To do this, simply invoke the deployed Lambda function with the payload `"reindex"`. When this payload is received, `serverless-pypi` will pull the mirror's master index, reindex your instance and restart your deployed Lambda function.

### Keeping the Lambda function warm
Startup of the Lambda function is somewhat expensive since the total index (~8MB) is loaded and parsed into memory; therefore, you may desire to keep the Lambda function "warm" to make sure that it responds promptly to your `pip` and `twine` requests.

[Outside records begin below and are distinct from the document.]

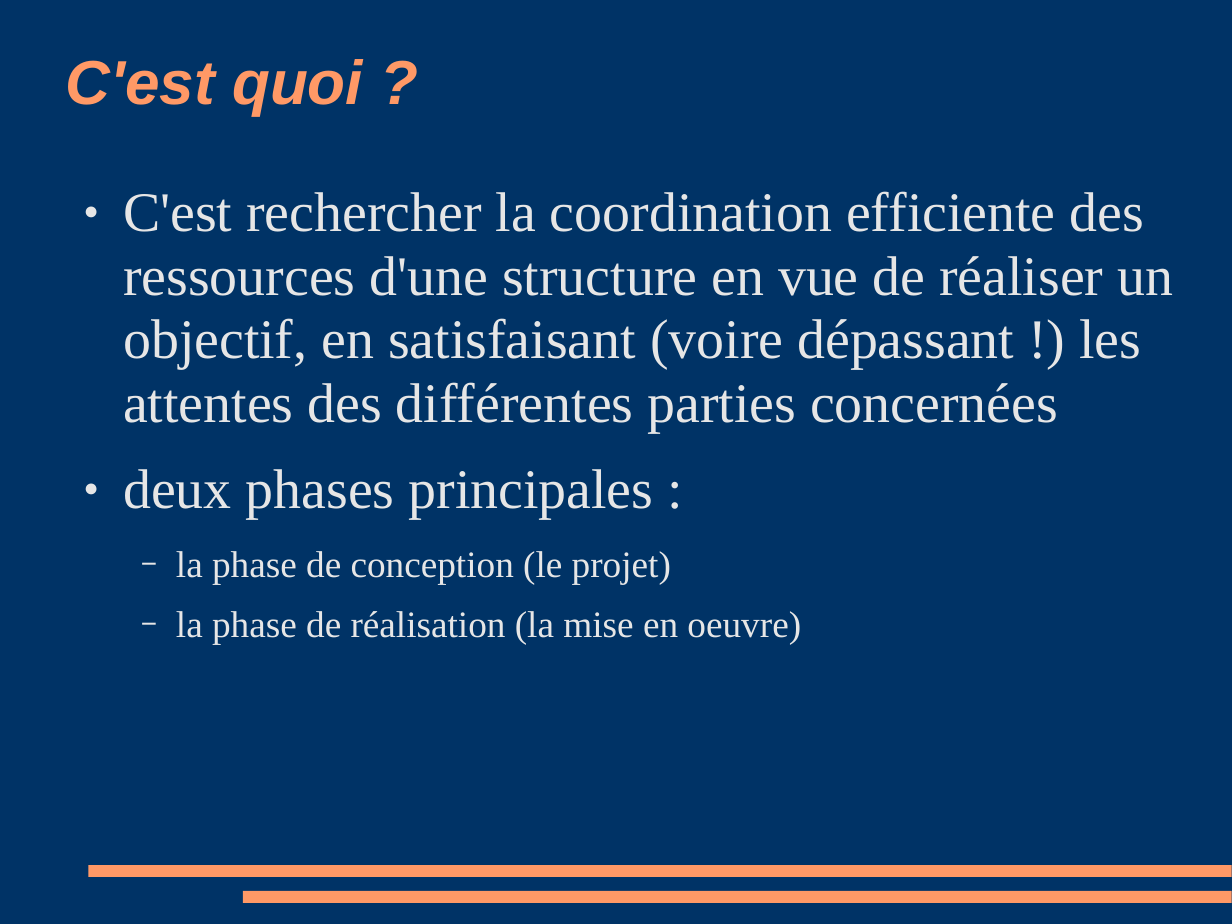
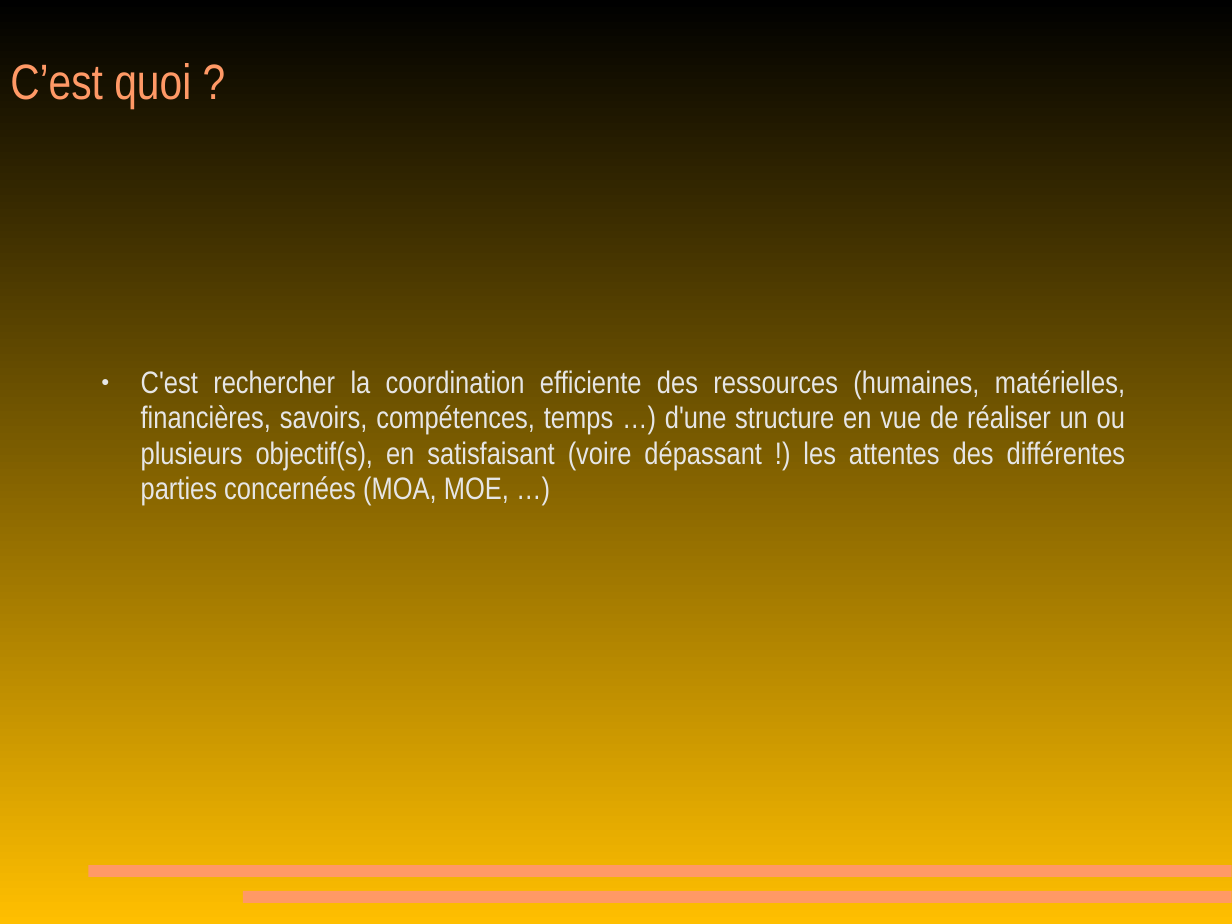
Before and after one commit to MichaelMondou/Cours, a slide deck: slide 3 of Gestion de projet/010 cours 1 gestion projet.pps (slide 2 before the commit). Drawn at 1232x924 pixels with LibreOffice and Linux fonts; fonts in the diff are those of the drawing. Boxes give left, top, right and bottom in pixels: in the first picture for what was removed or moved away, otherwise in the second. Text is boxed around its words. In the diff, an @@ line names an element or a change of style, - is before the commit and + after.

Commit message:
Les PDFs de gestion de projet à jour.

```diff
--- a/Gestion de projet/010 cours 1 gestion projet.pps
+++ b/Gestion de projet/010 cours 1 gestion projet.pps
@@ background #003366 to gradient #000000 to #FFBF00 @@
@@ title at (10,63,191,109): text changed; size 40 to 32 pt; font Arial to Arial Narrow; bold off; italic off @@
-C'est quoi ?
+C’est quoi ?
@@ text at (141,370,1126,505): text changed; size 36 to 20 pt; font Times New Roman to Arial Narrow @@
-● C'est rechercher la coordination efficiente des ressources d'une structure en vue de réaliser un objectif, en satisfaisant (voire dépassant !) les attentes des différentes parties concernées
-● deux phases principales :
-  − la phase de conception (le projet)
-  − la phase de réalisation (la mise en oeuvre)
+● C'est rechercher la coordination efficiente des ressources (humaines, matérielles, financières, savoirs, compétences, temps …) d'une structure en vue de réaliser un ou plusieurs objectif(s), en satisfaisant (voire dépassant !) les attentes des différentes parties concernées (MOA, MOE, …)
```
Also in this commit, not shown: 5 other slides changed, 9 slides added, 8 slides removed, 9 other files.

This is accomplished via any invocation (e.g. - an AWS EventBus Scheduled Event) that does not come from ALB, AWS Gateway, the Lambda's Function URL or Lambda@Edge, or does not match the user management or reindexing invocation payloads.

## Limitations
Uploads from `twine` to your `serverless-pypi` repository are limited to package files of 6MB or less.

> Note - you may, if you wish, directly upload larger packages to the correct location in the S3 bucket. If you choose to do this, you must replicate the key/file structure that `serverless-pypi` uses, and then force a reindex after your upload.

There are no limitations on package file sizes that are downloaded.